-- Task instructions --
Among the entries below, find each line holding "material" and return it.

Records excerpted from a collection

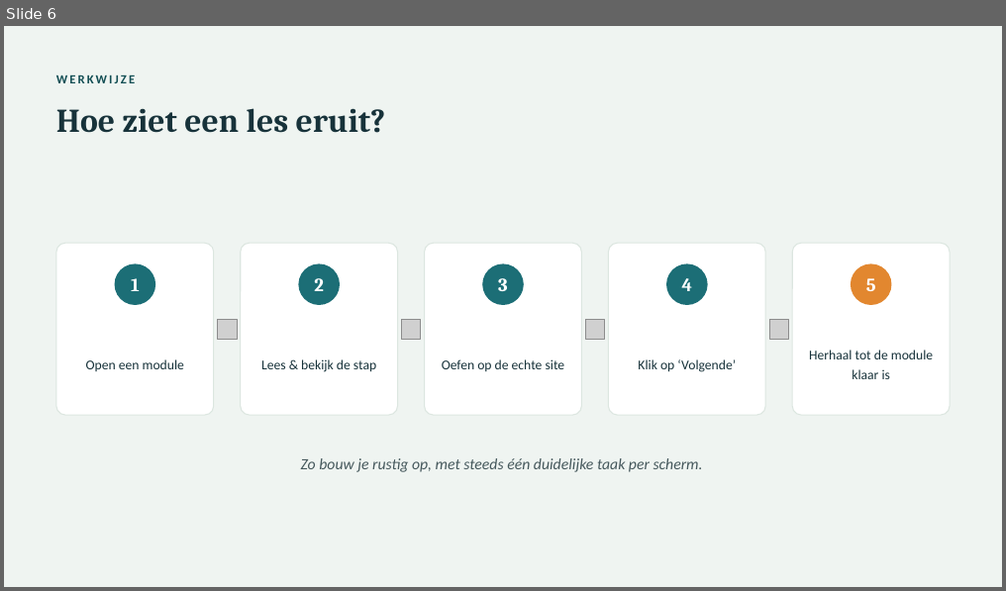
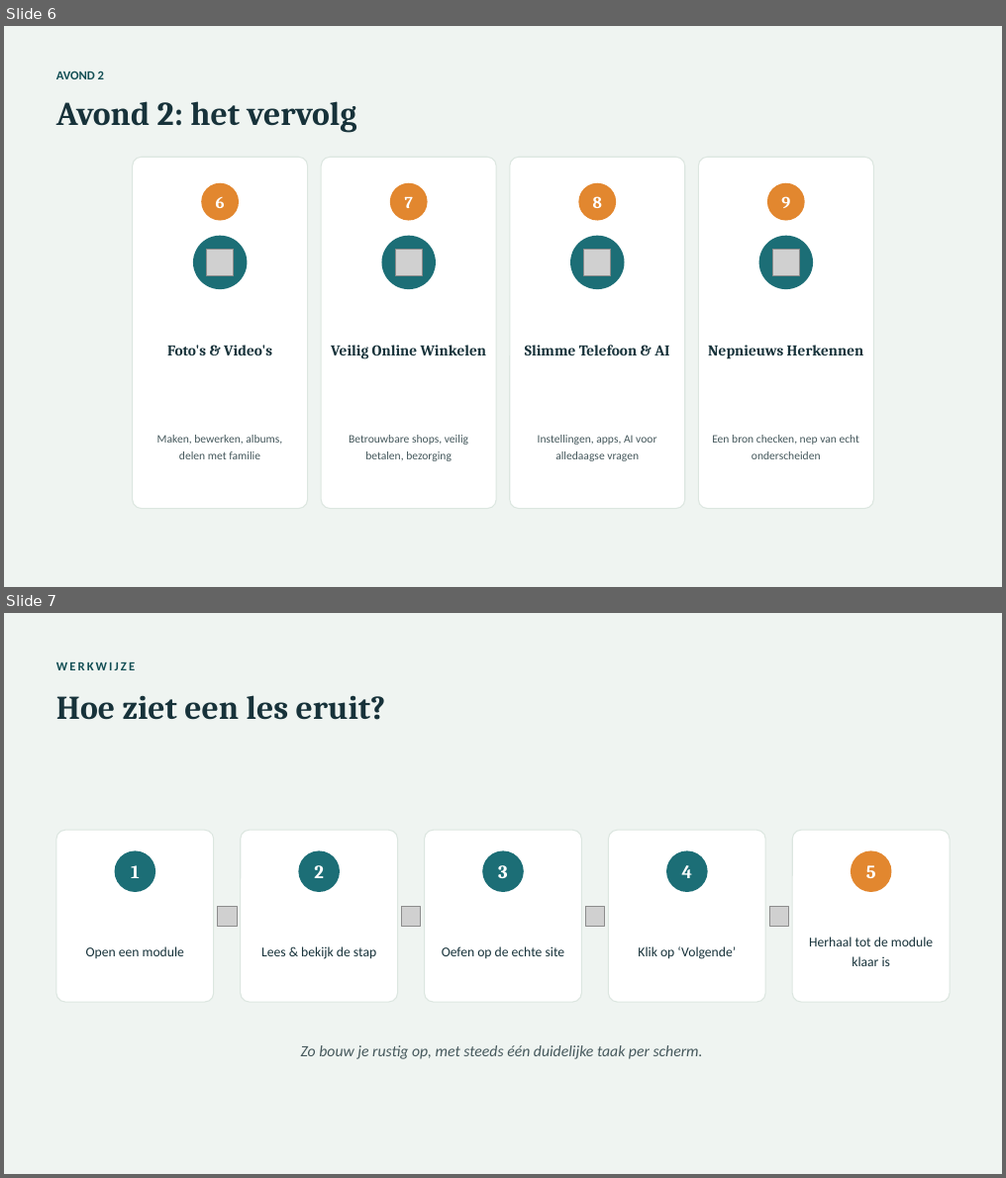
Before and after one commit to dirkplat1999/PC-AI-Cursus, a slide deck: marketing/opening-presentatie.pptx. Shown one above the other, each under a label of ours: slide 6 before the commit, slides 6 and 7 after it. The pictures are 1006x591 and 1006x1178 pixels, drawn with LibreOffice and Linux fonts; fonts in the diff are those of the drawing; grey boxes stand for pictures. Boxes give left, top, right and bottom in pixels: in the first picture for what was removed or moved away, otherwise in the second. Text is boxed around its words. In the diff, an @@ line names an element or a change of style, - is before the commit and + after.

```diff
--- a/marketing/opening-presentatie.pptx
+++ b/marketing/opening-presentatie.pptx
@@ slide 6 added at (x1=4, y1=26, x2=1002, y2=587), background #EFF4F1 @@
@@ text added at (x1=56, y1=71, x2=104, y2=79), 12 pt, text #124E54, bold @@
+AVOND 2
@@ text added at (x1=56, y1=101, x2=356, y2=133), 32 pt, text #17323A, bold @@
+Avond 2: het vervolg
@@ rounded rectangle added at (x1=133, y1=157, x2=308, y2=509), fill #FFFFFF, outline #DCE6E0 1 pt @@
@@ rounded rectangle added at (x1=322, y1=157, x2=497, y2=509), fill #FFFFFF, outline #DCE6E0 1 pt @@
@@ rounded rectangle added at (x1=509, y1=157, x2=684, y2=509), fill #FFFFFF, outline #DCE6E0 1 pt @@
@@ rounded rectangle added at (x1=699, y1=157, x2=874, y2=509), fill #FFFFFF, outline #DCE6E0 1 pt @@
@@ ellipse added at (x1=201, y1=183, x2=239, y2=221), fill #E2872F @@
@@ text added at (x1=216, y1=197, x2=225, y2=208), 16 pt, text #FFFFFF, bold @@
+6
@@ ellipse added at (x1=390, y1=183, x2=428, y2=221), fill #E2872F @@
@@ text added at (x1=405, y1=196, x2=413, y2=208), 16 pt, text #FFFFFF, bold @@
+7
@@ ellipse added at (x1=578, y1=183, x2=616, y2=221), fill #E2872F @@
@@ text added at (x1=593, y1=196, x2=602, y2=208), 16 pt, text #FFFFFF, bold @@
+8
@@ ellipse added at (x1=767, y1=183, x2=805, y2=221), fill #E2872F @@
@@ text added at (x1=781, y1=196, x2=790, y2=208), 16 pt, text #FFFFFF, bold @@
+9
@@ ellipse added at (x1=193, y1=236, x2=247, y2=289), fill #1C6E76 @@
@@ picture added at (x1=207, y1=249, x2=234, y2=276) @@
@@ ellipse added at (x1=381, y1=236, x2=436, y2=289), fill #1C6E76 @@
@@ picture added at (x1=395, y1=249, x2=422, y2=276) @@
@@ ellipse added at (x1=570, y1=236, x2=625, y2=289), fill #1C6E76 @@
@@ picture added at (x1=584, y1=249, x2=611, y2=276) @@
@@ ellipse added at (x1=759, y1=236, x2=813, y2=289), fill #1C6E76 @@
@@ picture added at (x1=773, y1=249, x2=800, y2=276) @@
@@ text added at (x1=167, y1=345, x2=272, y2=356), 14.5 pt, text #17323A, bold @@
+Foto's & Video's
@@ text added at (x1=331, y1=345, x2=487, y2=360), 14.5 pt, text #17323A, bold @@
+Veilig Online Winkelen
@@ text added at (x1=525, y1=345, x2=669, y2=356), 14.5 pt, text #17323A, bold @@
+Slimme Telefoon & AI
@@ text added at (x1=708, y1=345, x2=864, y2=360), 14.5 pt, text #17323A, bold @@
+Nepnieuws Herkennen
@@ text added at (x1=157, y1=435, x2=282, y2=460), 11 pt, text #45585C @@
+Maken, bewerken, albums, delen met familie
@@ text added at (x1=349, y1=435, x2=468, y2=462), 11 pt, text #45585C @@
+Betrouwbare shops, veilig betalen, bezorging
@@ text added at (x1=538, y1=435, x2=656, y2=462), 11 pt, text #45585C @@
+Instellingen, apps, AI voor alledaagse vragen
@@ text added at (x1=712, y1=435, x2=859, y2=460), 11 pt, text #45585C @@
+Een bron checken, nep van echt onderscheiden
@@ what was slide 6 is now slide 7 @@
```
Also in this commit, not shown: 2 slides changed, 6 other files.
--
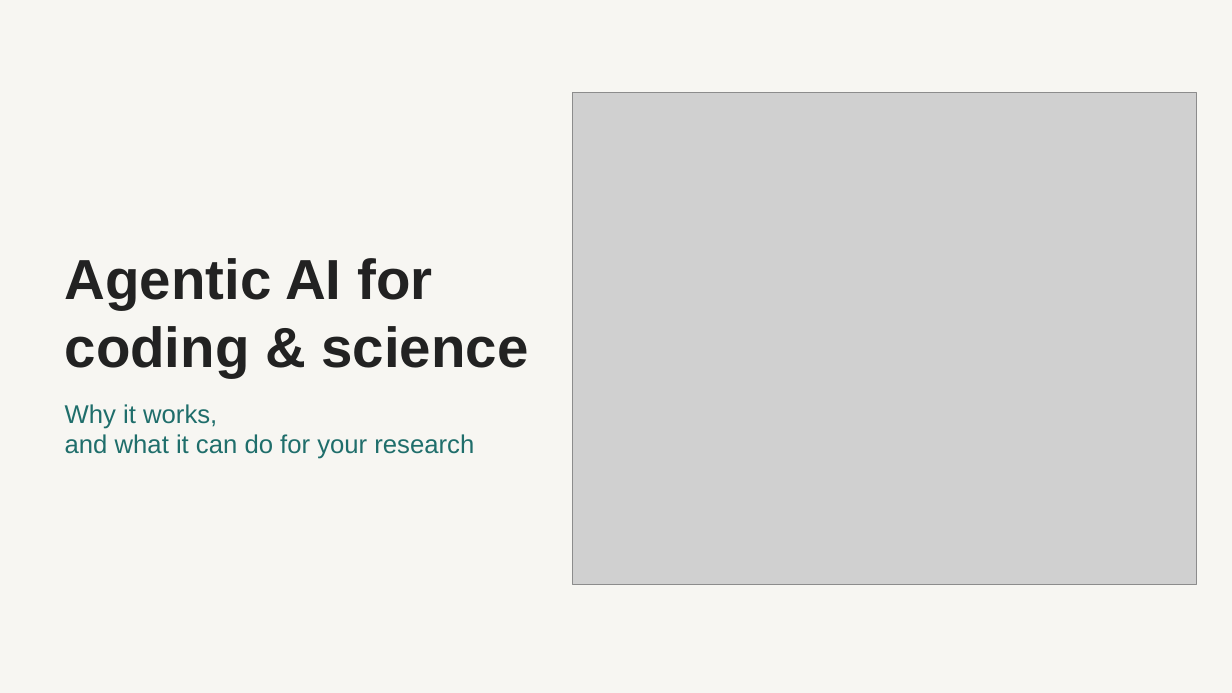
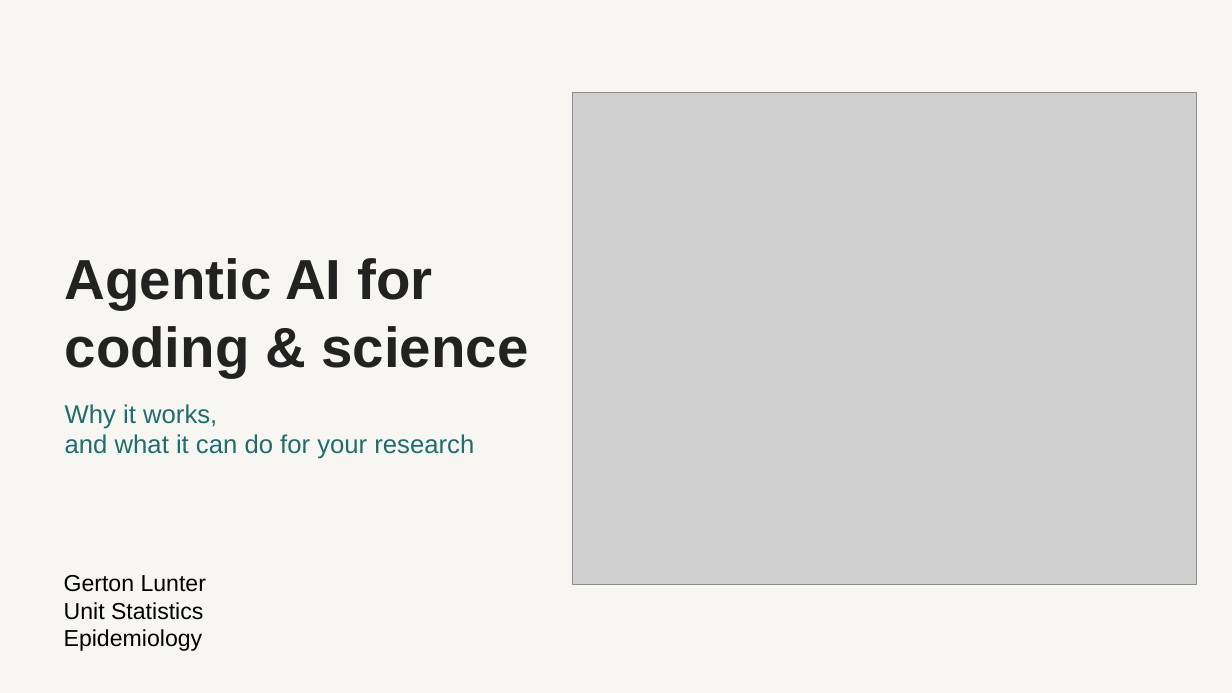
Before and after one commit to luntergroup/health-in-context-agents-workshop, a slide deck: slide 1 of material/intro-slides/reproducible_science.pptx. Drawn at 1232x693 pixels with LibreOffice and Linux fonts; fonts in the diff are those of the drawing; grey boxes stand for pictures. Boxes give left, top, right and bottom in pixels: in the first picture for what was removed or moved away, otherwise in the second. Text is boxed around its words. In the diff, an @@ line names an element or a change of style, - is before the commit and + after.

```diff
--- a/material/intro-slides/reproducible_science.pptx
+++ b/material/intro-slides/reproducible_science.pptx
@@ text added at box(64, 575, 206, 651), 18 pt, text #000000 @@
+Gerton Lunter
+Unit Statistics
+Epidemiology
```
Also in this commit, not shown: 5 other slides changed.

-- Output of the exercise --
Before and after one commit to luntergroup/health-in-context-agents-workshop, a slide deck: slide 1 of material/intro-slides/reproducible_science.pptx. Drawn at 1232x693 pixels with LibreOffice and Linux fonts; fonts in the diff are those of the drawing; grey boxes stand for pictures. Boxes give left, top, right and bottom in pixels: in the first picture for what was removed or moved away, otherwise in the second. Text is boxed around its words. In the diff, an @@ line names an element or a change of style, - is before the commit and + after.
--- a/material/intro-slides/reproducible_science.pptx
+++ b/material/intro-slides/reproducible_science.pptx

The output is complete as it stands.